It has been one year since the General Data Protection Regulation (GDPR) came into force in the UK. According to Thomson Reuters, over half of UK businesses believe that they are failing to comply with GDPR, and the number of SMEs who believe that they may be infringing GDPR is on the rise. If you want to check that your business is compliant, here are out top 5 tips to ensure that you are meeting your business’s data obligations.
1. Conduct an audit and risk assessment
Under GDPR, businesses must conduct regular audit and risk assessments on the data they hold and how it is processed.

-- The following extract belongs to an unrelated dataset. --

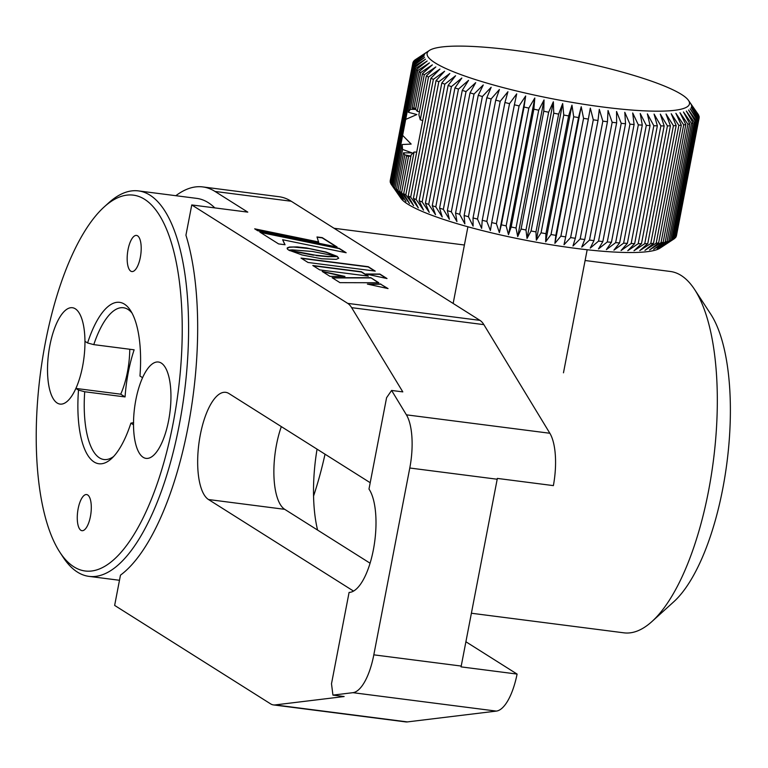 <?xml version="1.0" encoding="UTF-8"?>
<svg xmlns="http://www.w3.org/2000/svg" width="768" height="768" viewBox="0 0 768 768"><rect width="100%" height="100%" fill="white"/><g stroke="black" fill="none" stroke-linecap="round" stroke-linejoin="round"><path stroke-width="1.15" d="M129.773 349.258A48.576 17.818 97.3 0 1 127.44 372.01A48.576 17.818 97.3 0 1 120.71 394.186L75.878 388.426L78.509 390.086L84.71 391.747A76.512 28.061 -82.7 0 0 99.427 457.834A76.512 28.061 -82.7 0 0 103.968 459.523A76.512 28.061 -82.7 0 0 113.578 456.528M132.01 313.066A76.512 28.061 -82.7 0 0 128.006 309.427A76.512 28.061 -82.7 0 0 123.466 307.747A76.512 28.061 -82.7 0 0 93.782 344.63L87.581 342.97A81.37 29.846 97.3 0 1 124.426 304.138A81.37 29.846 97.3 0 1 130.435 310.387A81.37 29.846 97.3 0 1 139.958 376.032L142.579 377.683A48.576 17.818 -82.7 0 1 169.709 380.755A48.576 17.818 -82.7 0 1 155.808 452.938A48.576 17.818 -82.7 0 1 133.507 424.8L130.886 423.139L133.642 422.63M80.88 530.285A18.221 6.682 -82.7 0 0 81.965 530.688A18.221 6.682 -82.7 0 0 90.691 514.992A18.221 6.682 -82.7 0 0 87.686 494.957A18.221 6.682 -82.7 0 0 86.602 494.554A18.221 6.682 -82.7 0 0 77.875 510.25A18.221 6.682 -82.7 0 0 80.88 530.285M130.781 271.162A18.221 6.682 -82.7 0 0 131.866 271.555A18.221 6.682 -82.7 0 0 140.592 255.869A18.221 6.682 -82.7 0 0 137.587 235.824A18.221 6.682 -82.7 0 0 136.502 235.421A18.221 6.682 -82.7 0 0 127.776 251.117A18.221 6.682 -82.7 0 0 130.781 271.162M144.614 199.306A189.456 69.494 -82.7 0 0 104.237 206.88A189.456 69.494 -82.7 0 0 40.31 374.198A189.456 69.494 -82.7 0 0 59.875 552.25A189.456 69.494 -82.7 0 0 73.853 566.803A189.456 69.494 -82.7 0 0 173.117 423.379A189.456 69.494 -82.7 0 0 144.614 199.306M104.237 206.88L108.595 202.934A194.314 71.27 97.3 0 1 138.47 190.906A194.314 71.27 97.3 0 1 150.01 195.178A194.314 71.27 97.3 0 1 182.064 408.941A194.314 71.27 97.3 0 1 88.954 576.365A194.314 71.27 97.3 0 1 77.424 572.093A194.314 71.27 97.3 0 1 63.091 557.165L59.875 552.25M214.81 207.898A194.314 71.27 -82.7 0 0 208.282 202.656A194.314 71.27 -82.7 0 0 196.742 198.384L138.47 190.906M120.71 394.186L125.059 396.931A76.512 28.061 97.3 0 1 134.131 349.814L93.782 344.63M125.059 396.931L84.71 391.747M130.886 423.139A81.37 29.846 97.3 0 1 111.379 458.726A81.37 29.846 97.3 0 1 78.509 390.086M75.878 388.426A48.576 17.818 97.3 0 1 48.758 385.363A48.576 17.818 97.3 0 1 62.65 313.171A48.576 17.818 97.3 0 1 84.96 341.309L87.581 342.97M471.389 613.238L623.914 632.832A182.17 66.816 -82.7 0 0 651.926 621.552A182.17 66.816 -82.7 0 0 708.547 490.925A182.17 66.816 -82.7 0 0 694.579 289.459A182.17 66.816 -82.7 0 0 670.33 271.469L585.101 260.515M325.027 454.186A182.17 66.816 97.3 0 1 313.555 496.09M694.579 289.459L710.669 314.026A157.882 57.907 97.3 0 1 722.774 488.63A157.882 57.907 97.3 0 1 673.699 601.843L651.926 621.552M410.928 156.086L404.842 154.906L403.517 152.832L412.099 152.89L402.557 149.434L402.125 144.518L411.158 144.077L402.624 135.37L405.696 119.405L416.851 114.557L408.336 112.272L410.275 109.344L415.805 109.363M415.709 108.672L412.138 108.067L415.766 108.346M413.347 107.952L413.856 108.067L420.691 72.595A145.738 22.8 -169.1 0 1 419.174 71.558L429.427 62.89L417.754 70.493A145.738 22.8 -169.1 0 1 416.573 69.504L427.162 60.998L415.498 68.496A145.738 22.8 -169.1 0 1 414.643 67.555L425.53 59.203L413.933 66.595A145.738 22.8 -169.1 0 1 413.414 65.712L424.541 57.514L413.05 64.819A145.738 22.8 -169.1 0 1 412.867 63.994L424.205 55.939L412.867 63.168A145.738 22.8 -169.1 0 1 412.906 62.861A145.738 22.8 -169.1 0 1 413.03 62.4L424.522 54.49L413.376 61.642A145.738 22.8 -169.1 0 1 413.885 60.95L425.482 53.165L414.586 60.259A145.738 22.8 -169.1 0 1 415.402 59.664A145.738 22.8 -169.1 0 1 415.43 59.645M688.435 100.33A133.594 20.899 10.9 0 0 513.235 50.208A133.594 20.899 10.9 0 0 429.389 50.448A133.594 20.899 10.9 0 0 473.251 78.883A133.594 20.899 10.9 0 0 603.331 107.069A133.594 20.899 10.9 0 0 688.435 100.33L698.102 114.23A145.738 22.8 -169.1 0 1 698.621 115.123L691.114 104.467L698.986 116.016A145.738 22.8 -169.1 0 1 699.158 116.842L691.459 106.042L699.168 117.667A145.738 22.8 -169.1 0 1 699.12 117.974A145.738 22.8 -169.1 0 1 699.005 118.426L691.142 107.501L698.65 119.194A145.738 22.8 -169.1 0 1 698.15 119.885L690.182 108.816L697.44 120.566A145.738 22.8 -169.1 0 1 696.605 121.19L673.92 238.982A145.738 22.8 10.9 0 0 673.949 238.963L659.962 248.179A133.594 20.899 -169.1 0 1 576.115 248.419A133.594 20.899 -169.1 0 1 400.915 198.288L391.958 185.338A145.738 22.8 10.9 0 0 392.822 186.278L400.848 197.635L393.888 187.286A145.738 22.8 10.9 0 0 395.078 188.285L403.114 199.526L396.49 189.341A145.738 22.8 10.9 0 0 398.006 190.378L406.013 201.504L399.754 191.482A145.738 22.8 10.9 0 0 401.597 192.566L409.517 203.568L403.68 193.709A145.738 22.8 10.9 0 0 405.83 194.822L413.616 205.69L408.23 196.003A145.738 22.8 10.9 0 0 410.678 197.155L418.291 207.878L413.395 198.365A145.738 22.8 10.9 0 0 416.131 199.536L423.514 210.106L419.136 200.765A145.738 22.8 10.9 0 0 422.15 201.955L429.264 212.381L425.434 203.203A145.738 22.8 10.9 0 0 428.717 204.413L435.514 214.675L432.269 205.67A145.738 22.8 10.9 0 0 435.792 206.88L442.234 216.979L439.584 208.147A145.738 22.8 10.9 0 0 443.338 209.357L449.386 219.293L447.36 210.624A145.738 22.8 10.9 0 0 451.325 211.834L456.941 221.597L455.558 213.091A145.738 22.8 10.9 0 0 459.706 214.291L464.861 223.882L464.131 215.53A145.738 22.8 10.9 0 0 468.451 216.71L473.098 226.138L473.04 217.939A145.738 22.8 10.9 0 0 477.514 219.101L481.622 228.355L482.246 220.291A145.738 22.8 10.9 0 0 486.845 221.424L490.387 230.515L491.702 222.595A145.738 22.8 10.9 0 0 496.406 223.69L499.363 232.618L501.36 224.822A145.738 22.8 10.9 0 0 506.15 225.888L508.483 234.634L511.171 226.973A145.738 22.8 10.9 0 0 516.019 227.99L517.728 236.582L521.098 229.027A145.738 22.8 10.9 0 0 525.974 229.997L527.03 238.426L531.072 230.986A145.738 22.8 10.9 0 0 535.968 231.898L536.352 240.182L541.066 232.829A145.738 22.8 10.9 0 0 545.942 233.683L545.654 241.814L551.021 234.547A145.738 22.8 10.9 0 0 555.859 235.344L554.89 243.341L560.89 236.15A145.738 22.8 10.9 0 0 565.67 236.88L564.01 244.733L570.614 237.61A145.738 22.8 10.9 0 0 575.318 238.272L572.976 246L580.166 238.925A145.738 22.8 10.9 0 0 582.47 239.222A145.738 22.8 10.9 0 0 584.765 239.51L607.45 121.728A145.738 22.8 -169.1 0 1 605.155 121.44A145.738 22.8 -169.1 0 1 602.851 121.133L599.29 109.363L598.003 120.48A145.738 22.8 -169.1 0 1 593.299 119.818L590.323 108.106L588.355 119.088A145.738 22.8 -169.1 0 1 583.565 118.358L581.203 106.704L578.544 117.562A145.738 22.8 -169.1 0 1 573.696 116.765L571.968 105.187L568.627 115.901A145.738 22.8 -169.1 0 1 563.75 115.037L562.666 103.546L558.643 114.115A145.738 22.8 -169.1 0 1 553.757 113.194L553.344 101.798L548.659 112.214A145.738 22.8 -169.1 0 1 543.773 111.245L544.032 99.946L538.704 110.198A145.738 22.8 -169.1 0 1 533.856 109.181L534.797 98.006L528.826 108.096A145.738 22.8 -169.1 0 1 524.045 107.04L525.667 95.981L519.091 105.907A145.738 22.8 -169.1 0 1 514.387 104.803L516.701 93.878L509.53 103.642A145.738 22.8 -169.1 0 1 504.931 102.509L507.936 91.718L500.198 101.309A145.738 22.8 -169.1 0 1 495.725 100.147L499.411 89.51L491.136 98.928A145.738 22.8 -169.1 0 1 486.816 97.747L491.165 87.254L482.39 96.499A145.738 22.8 -169.1 0 1 478.243 95.299L483.254 84.97L474.01 94.051A145.738 22.8 -169.1 0 1 470.045 92.842L475.699 82.666L466.022 91.574A145.738 22.8 -169.1 0 1 462.269 90.365L468.547 80.352L458.467 89.098A145.738 22.8 -169.1 0 1 454.944 87.888L461.827 78.038L451.402 86.621A145.738 22.8 -169.1 0 1 448.118 85.421L455.578 75.744L444.835 84.173A145.738 22.8 -169.1 0 1 441.821 82.982L449.827 73.478L438.816 81.744A145.738 22.8 -169.1 0 1 436.07 80.573L444.605 71.242L433.363 79.363A145.738 22.8 -169.1 0 1 430.915 78.221L439.93 69.062L428.506 77.04A145.738 22.8 -169.1 0 1 426.355 75.926L435.83 66.931L424.282 74.774A145.738 22.8 -169.1 0 1 422.438 73.699L432.326 64.877L420.691 72.595M413.414 65.712L390.73 183.504A145.738 22.8 10.9 0 0 391.248 184.387L393.974 188.314M412.867 63.994L390.192 181.776A145.738 22.8 10.9 0 0 390.365 182.602L390.787 183.216M412.906 62.861L390.23 180.643A145.738 22.8 10.9 0 0 390.182 180.95L390.307 181.142M391.248 184.387L413.933 66.595M390.365 182.602L413.05 64.819M390.182 180.95L412.867 63.168M413.261 62.246L413.376 61.642M699.158 116.842L699.034 117.475M699.005 118.426L676.32 236.218A145.738 22.8 10.9 0 0 676.435 235.757L699.12 117.974M698.15 119.885L675.466 237.667A145.738 22.8 10.9 0 0 675.974 236.976L698.65 119.194M674.813 238.109L675.466 237.667M673.949 238.963A145.738 22.8 10.9 0 0 674.765 238.358L697.44 120.566M696.605 121.19L688.57 110.006L695.549 121.805A145.738 22.8 -169.1 0 1 694.368 122.352L671.683 240.134A145.738 22.8 10.9 0 0 672.864 239.587L695.549 121.805M672.864 239.587L662.256 246.643L673.92 238.982M694.368 122.352L686.323 111.053L692.966 122.89A145.738 22.8 -169.1 0 1 691.459 123.36L668.784 241.142A145.738 22.8 10.9 0 0 670.282 240.672L692.966 122.89M670.282 240.672L660.019 247.69L671.683 240.134M691.459 123.36L683.453 111.955L689.722 123.811A145.738 22.8 -169.1 0 1 687.898 124.205L665.213 241.987A145.738 22.8 10.9 0 0 667.046 241.594L689.722 123.811M667.046 241.594L657.149 248.582L668.784 241.142M687.898 124.205L679.978 112.704L685.824 124.57A145.738 22.8 -169.1 0 1 683.693 124.877L661.008 242.669A145.738 22.8 10.9 0 0 663.149 242.352L685.824 124.57M663.149 242.352L653.664 249.331L665.213 241.987M683.693 124.877L675.898 113.299L681.302 125.165A145.738 22.8 -169.1 0 1 678.854 125.395L656.179 243.178A145.738 22.8 10.9 0 0 658.618 242.947L681.302 125.165M658.618 242.947L649.584 249.926L661.008 242.669M678.854 125.395L671.242 113.731L676.157 125.587A145.738 22.8 -169.1 0 1 673.43 125.731L650.746 243.523A145.738 22.8 10.9 0 0 653.482 243.37L676.157 125.587M653.482 243.37L644.928 250.368L656.179 243.178M673.43 125.731L666.038 114.01L670.435 125.837A145.738 22.8 -169.1 0 1 667.43 125.904L644.746 243.686A145.738 22.8 10.9 0 0 647.75 243.629L670.435 125.837M647.75 243.629L639.725 250.646L650.746 243.523M667.43 125.904L660.307 114.125L664.157 125.923A145.738 22.8 -169.1 0 1 660.883 125.894L638.208 243.686A145.738 22.8 10.9 0 0 641.472 243.706L664.157 125.923M641.472 243.706L633.994 250.762L644.746 243.686M660.883 125.894L654.077 114.086L657.35 125.827A145.738 22.8 -169.1 0 1 653.827 125.722L631.152 243.504A145.738 22.8 10.9 0 0 634.666 243.619L657.35 125.827M634.666 243.619L627.763 250.714L638.208 243.686M653.827 125.722L647.376 113.875L650.045 125.568A145.738 22.8 -169.1 0 1 646.301 125.376L623.616 243.158A145.738 22.8 10.9 0 0 627.36 243.35L650.045 125.568M627.36 243.35L621.062 250.512L631.152 243.504M646.301 125.376L640.234 113.51L642.288 125.126A145.738 22.8 -169.1 0 1 638.333 124.858L615.648 242.64A145.738 22.8 10.9 0 0 619.603 242.918L642.288 125.126M619.603 242.918L613.92 250.147L623.616 243.158M638.333 124.858L632.698 112.982L634.099 124.522A145.738 22.8 -169.1 0 1 629.962 124.166L607.277 241.949A145.738 22.8 10.9 0 0 611.424 242.314L634.099 124.522M611.424 242.314L606.384 249.619L615.648 242.64M629.962 124.166L624.797 112.301L625.546 123.754A145.738 22.8 -169.1 0 1 621.226 123.312L598.541 241.104A145.738 22.8 10.9 0 0 602.861 241.536L625.546 123.754M602.861 241.536L598.483 248.938L607.277 241.949M621.226 123.312L616.56 111.475L616.646 122.822A145.738 22.8 -169.1 0 1 612.173 122.304L589.498 240.086A145.738 22.8 10.9 0 0 593.962 240.605L616.646 122.822M593.962 240.605L590.256 248.102L598.541 241.104M612.173 122.304L608.045 110.486L607.45 121.728M584.765 239.51L581.741 247.123L589.498 240.086M602.851 121.133L580.166 238.925M575.318 238.272L598.003 120.48M593.299 119.818L570.614 237.61M565.67 236.88L588.355 119.088M583.565 118.358L560.89 236.15M554.89 243.341L581.203 106.704M555.859 235.344L578.544 117.562M573.696 116.765L551.021 234.547M545.654 241.814L571.968 105.187M545.942 233.683L568.627 115.901M563.75 115.037L541.066 232.829M536.352 240.182L562.666 103.546M535.968 231.898L558.643 114.115M553.757 113.194L531.072 230.986M527.03 238.426L553.344 101.798M525.974 229.997L548.659 112.214M543.773 111.245L521.098 229.027M517.728 236.582L544.032 99.946M516.019 227.99L538.704 110.198M533.856 109.181L511.171 226.973M508.483 234.634L534.797 98.006M506.15 225.888L528.826 108.096M524.045 107.04L501.36 224.822M499.363 232.618L525.667 95.981M496.406 223.69L519.091 105.907M514.387 104.803L491.702 222.595M486.845 221.424L509.53 103.642M504.931 102.509L482.246 220.291M477.514 219.101L500.198 101.309M495.725 100.147L473.04 217.939M468.451 216.71L491.136 98.928M486.816 97.747L464.131 215.53M459.706 214.291L482.39 96.499M478.243 95.299L455.558 213.091M451.325 211.834L474.01 94.051M470.045 92.842L447.36 210.624M443.338 209.357L466.022 91.574M462.269 90.365L439.584 208.147M435.792 206.88L458.467 89.098M454.944 87.888L432.269 205.67M428.717 204.413L451.402 86.621M448.118 85.421L425.434 203.203M422.15 201.955L444.835 84.173M441.821 82.982L419.136 200.765M416.131 199.536L438.816 81.744M436.07 80.573L413.395 198.365M410.678 197.155L433.363 79.363M414.643 67.555L391.958 185.338M395.078 188.285L402.557 149.434M402.125 144.518L393.888 187.286M392.822 186.278L402.624 135.37M405.696 119.405L415.498 68.496M416.573 69.504L408.336 112.272M410.275 109.344L417.754 70.493M419.174 71.558L412.138 108.067M422.438 73.699L415.613 109.171L417.245 111.293L424.282 74.774M417.245 111.293L419.453 111.792M426.355 75.926L418.877 114.768L420.278 119.808L428.506 77.04M420.278 119.808L422.765 120.538M430.915 78.221L408.23 196.003M416.688 152.102L414.067 152.054L411.158 154.867L403.68 193.709M405.83 194.822L414.067 152.054M410.89 156.269L406.589 156.019L399.754 191.482M401.597 192.566L408.624 156.058M407.165 156.134L407.933 156.154M398.006 190.378L404.842 154.906M403.517 152.832L396.49 189.341M496.339 711.101L352.906 692.678A48.576 17.818 -82.7 0 0 373.814 654.835L461.222 666.058A48.576 17.818 97.3 0 1 461.059 666.874L517.085 674.074A48.576 17.818 97.3 0 1 496.339 711.101L407.366 721.91A48.576 17.818 97.3 0 1 405.706 721.901L273.475 704.918A48.576 17.818 -82.7 0 1 270.586 703.853L114.643 605.414L120.47 575.155A200.381 73.498 -82.7 0 0 188.006 427.152A200.381 73.498 -82.7 0 0 185.933 235.2L191.76 204.941L247.786 212.131L215.03 191.453A206.458 75.725 -82.7 0 0 202.771 186.922A206.458 75.725 -82.7 0 0 175.843 195.706M202.771 186.922L278.976 196.704A206.458 75.725 97.3 0 1 291.226 201.245L479.942 320.362A48.576 17.818 97.3 0 1 483.869 324.643L549.85 433.258A48.576 17.818 97.3 0 1 553.382 485.616L497.347 478.416A48.576 17.818 97.3 0 1 497.194 479.232L409.786 468.01A48.576 17.818 -82.7 0 0 406.406 414.835L549.85 433.258M353.53 591.082L208.512 499.536A54.653 20.045 97.3 0 1 199.498 439.421A54.653 20.045 97.3 0 1 225.686 392.333A54.653 20.045 97.3 0 1 228.931 393.533L370.214 482.717M281.328 426.605A54.653 20.045 -82.7 0 0 284.717 509.328L370.07 563.203M483.869 324.643L351.638 307.661L402.806 391.891L391.603 390.451L386.582 397.709L368.986 489.062A54.653 20.045 97.3 0 1 373.373 549.782A54.653 20.045 97.3 0 1 349.085 592.416L331.498 683.77L332.938 695.107L344.141 696.538L275.136 704.918L407.366 721.91M351.638 307.661A48.576 17.818 -82.7 0 0 347.712 303.379L191.76 204.941M391.603 390.451L406.406 414.835M317.587 530.074A97.152 35.635 97.3 0 1 317.059 449.155M517.085 674.074L465.898 641.76M461.222 666.058L497.194 479.232M373.814 654.835L409.786 468.01M352.906 692.678L332.938 695.107M273.475 704.918A48.576 17.818 -82.7 0 0 275.136 704.918M374.707 271.046L368.218 266.947L301.507 258.374M375.235 271.114L368.266 266.707L301.027 258.077L307.997 262.474L375.235 271.114M292.291 249.878L312.394 251.472L337.046 256.291L326.006 252.048L306.576 247.958L297.245 246.931L289.498 247.046L287.357 247.795L287.366 249.024L288.662 250.09L292.291 249.878M336.336 256.109L325.958 252.288L309.082 248.582L293.52 247.037L289.45 247.277L287.117 248.323M343.814 276.422L322.752 271.786M322.157 271.411L330 276.365L344.947 276.422L322.157 271.411M378.806 282.749L370.781 277.68L332.102 277.69L339.974 282.662L378.806 282.749M378.384 282.749L370.781 277.68M370.733 277.91L332.477 277.93M387.408 288.442L380.726 284.218L368.429 284.323M380.774 283.987L367.392 284.093L388.051 288.576L380.726 284.218M365.914 274.003L387.005 278.544L379.882 274.051L365.914 274.003M386.371 278.41L379.843 274.282L367.027 274.243M318.701 241.978L254.688 228.826L257.702 230.736L337.104 247.018L322.243 237.638L316.992 236.966L318.653 242.218L255.254 229.19M336.48 246.893L322.195 237.869L317.078 237.216M278.592 243.917L285.053 244.742L282.634 239.731L346.166 252.739L339.264 248.381L259.872 232.099L278.592 243.917M345.552 252.614L339.226 248.621L260.448 232.454M316.339 255.36L288.854 250.157L302.064 254.966L321.763 258.787L336.278 259.354L338.698 258.259L337.229 256.349L327.946 256.464L313.517 254.976M338.659 258.317L337.181 256.589L327.898 256.694L316.291 255.6M313.478 255.216L289.517 250.57M368.333 276.134L361.382 271.747L312.797 265.507L319.747 269.894L368.333 276.134M284.88 244.723L282.768 240M367.805 276.067L361.334 271.987L313.277 265.814M82.618 366.25A48.576 17.818 97.3 0 1 60.048 404.093A48.576 17.818 97.3 0 1 49.853 345.571A48.576 17.818 97.3 0 1 72.422 307.728A48.576 17.818 97.3 0 1 82.618 366.25M168.614 420.538A48.576 17.818 97.3 0 1 146.045 458.381A48.576 17.818 97.3 0 1 135.85 399.859A48.576 17.818 97.3 0 1 158.419 362.016A48.576 17.818 97.3 0 1 168.614 420.538M291.226 201.245L215.03 191.453M208.512 499.536L284.717 509.328M347.712 303.379L479.942 320.362M119.482 580.282L88.954 576.365M464.41 245.011L334.042 228.269M429.389 50.448L415.402 59.664M453.149 303.456L467.914 226.781M563.472 372.806L587.174 249.744"/></g></svg>

To ensure that you have a suitable framework in place, the questions you should be asking your business during a data audit include:
- What data is being collected?
- Where is the data collected stored?
- Why is the data collected?
- How is the data processed?
- How long is the data stored?
- Who can access the data?
- Is the data being transferred?
- Is the data needed?
By conducting an audit, you can ensure that you are not holding unnecessary data, that data is stored correctly and therefore correctly assess and mitigate any risks of data breaches.
3. Asking for consent
One of the biggest changes brought about by GDPR is the high standard set for consent. If you have a lawful basis for collecting personal data, you may not need to gain consent from clients when collecting their data. However, consent is one of the main legal bases for collecting personal data under GDPR and it is essential to know when and how consent must be obtained.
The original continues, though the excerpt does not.